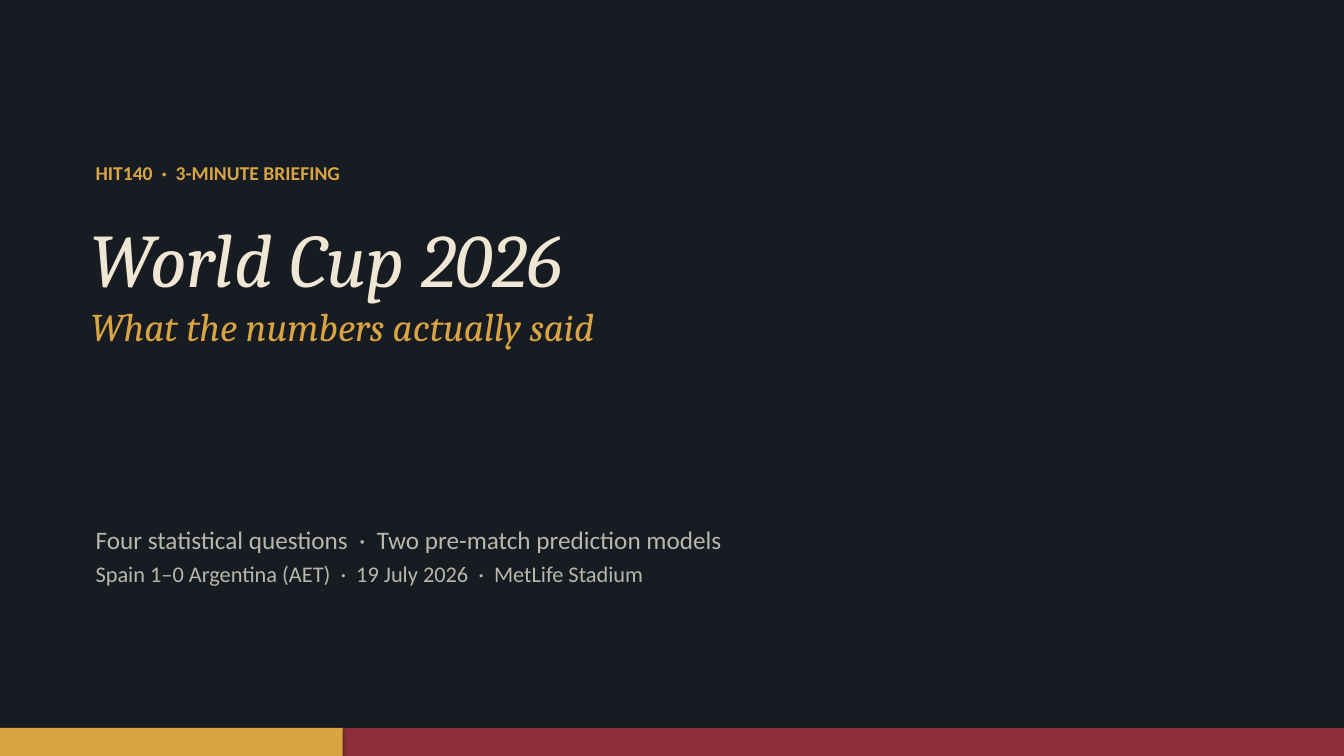
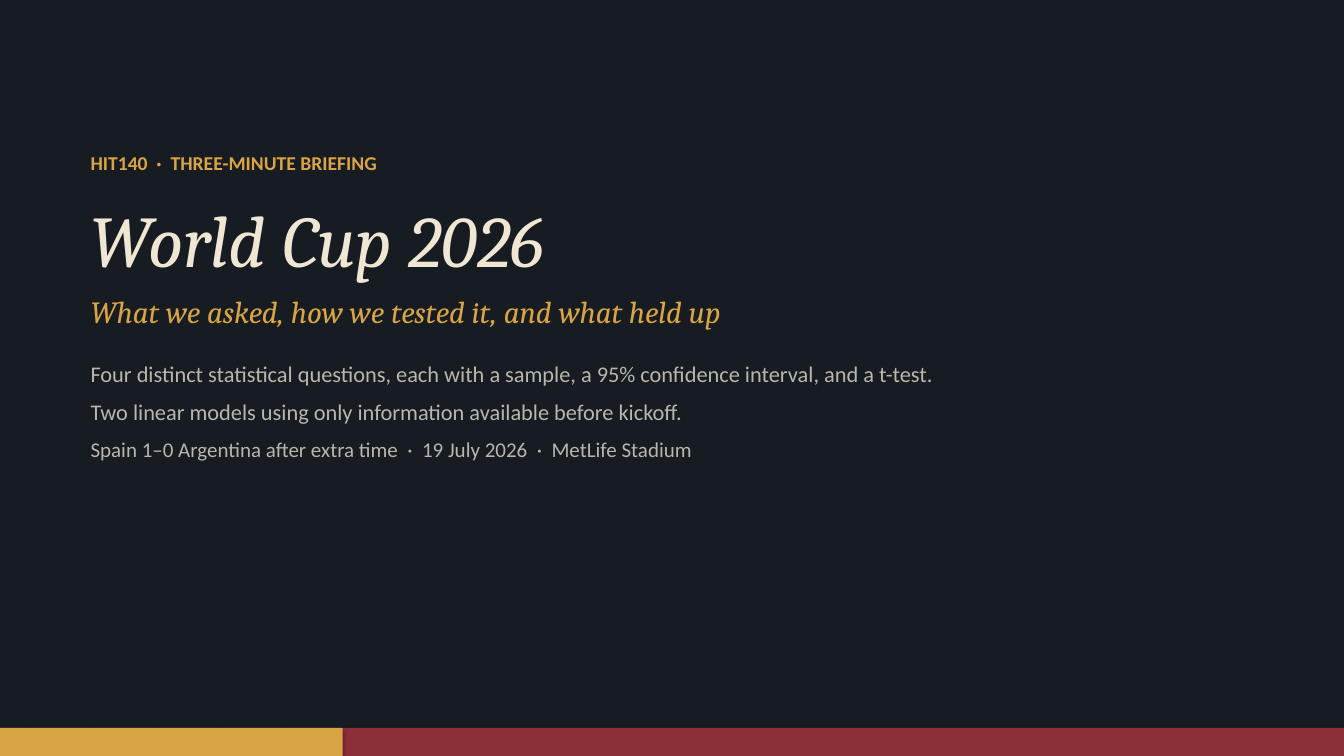
Before and after one commit to BhuprajTmg/data-project, a slide deck: slide 1 of WC2026_3min.pptx. Drawn at 1344x756 pixels with LibreOffice and Linux fonts; fonts in the diff are those of the drawing. Boxes give left, top, right and bottom in pixels: in the first picture for what was removed or moved away, otherwise in the second. Text is boxed around its words. In the diff, an @@ line names an element or a change of style, - is before the commit and + after.

```diff
--- a/WC2026_3min.pptx
+++ b/WC2026_3min.pptx
@@ text at [91,157,933,461]: text changed; size 14 to 16 pt; text colour #D9A544 to #B9B6AC; bold off @@
-HIT140 · 3-MINUTE BRIEFING
+HIT140 · THREE-MINUTE BRIEFING
+World Cup 2026
+What we asked, how we tested it, and what held up
+Four distinct statistical questions, each with a sample, a 95% confidence interval, and a t-test.
+Two linear models using only information available before kickoff.
+Spain 1–0 Argentina after extra time · 19 July 2026 · MetLife Stadium
@@ text removed at [91,234,595,350] @@
-World Cup 2026
-What the numbers actually said
@@ text removed at [96,531,721,586] @@
-Four statistical questions · Two pre-match prediction models
-Spain 1–0 Argentina (AET) · 19 July 2026 · MetLife Stadium
```
Also in this commit, not shown: 2 other slides changed, 5 slides added, 3 slides removed, 2 other files.

== Exercise description ==
Transcribe the records verbatim and omit the images.

== Answer space ==
Before and after one commit to BhuprajTmg/data-project, a slide deck: slide 1 of WC2026_3min.pptx. Drawn at 1344x756 pixels with LibreOffice and Linux fonts; fonts in the diff are those of the drawing. Boxes give left, top, right and bottom in pixels: in the first picture for what was removed or moved away, otherwise in the second. Text is boxed around its words. In the diff, an @@ line names an element or a change of style, - is before the commit and + after.

```diff
--- a/WC2026_3min.pptx
+++ b/WC2026_3min.pptx
@@ text at [91,157,933,461]: text changed; size 14 to 16 pt; text colour #D9A544 to #B9B6AC; bold off @@
-HIT140 · 3-MINUTE BRIEFING
+HIT140 · THREE-MINUTE BRIEFING
+World Cup 2026
+What we asked, how we tested it, and what held up
+Four distinct statistical questions, each with a sample, a 95% confidence interval, and a t-test.
+Two linear models using only information available before kickoff.
+Spain 1–0 Argentina after extra time · 19 July 2026 · MetLife Stadium
@@ text removed at [91,234,595,350] @@
-World Cup 2026
-What the numbers actually said
@@ text removed at [96,531,721,586] @@
-Four statistical questions · Two pre-match prediction models
-Spain 1–0 Argentina (AET) · 19 July 2026 · MetLife Stadium
```
Also in this commit, not shown: 2 other slides changed, 5 slides added, 3 slides removed, 2 other files.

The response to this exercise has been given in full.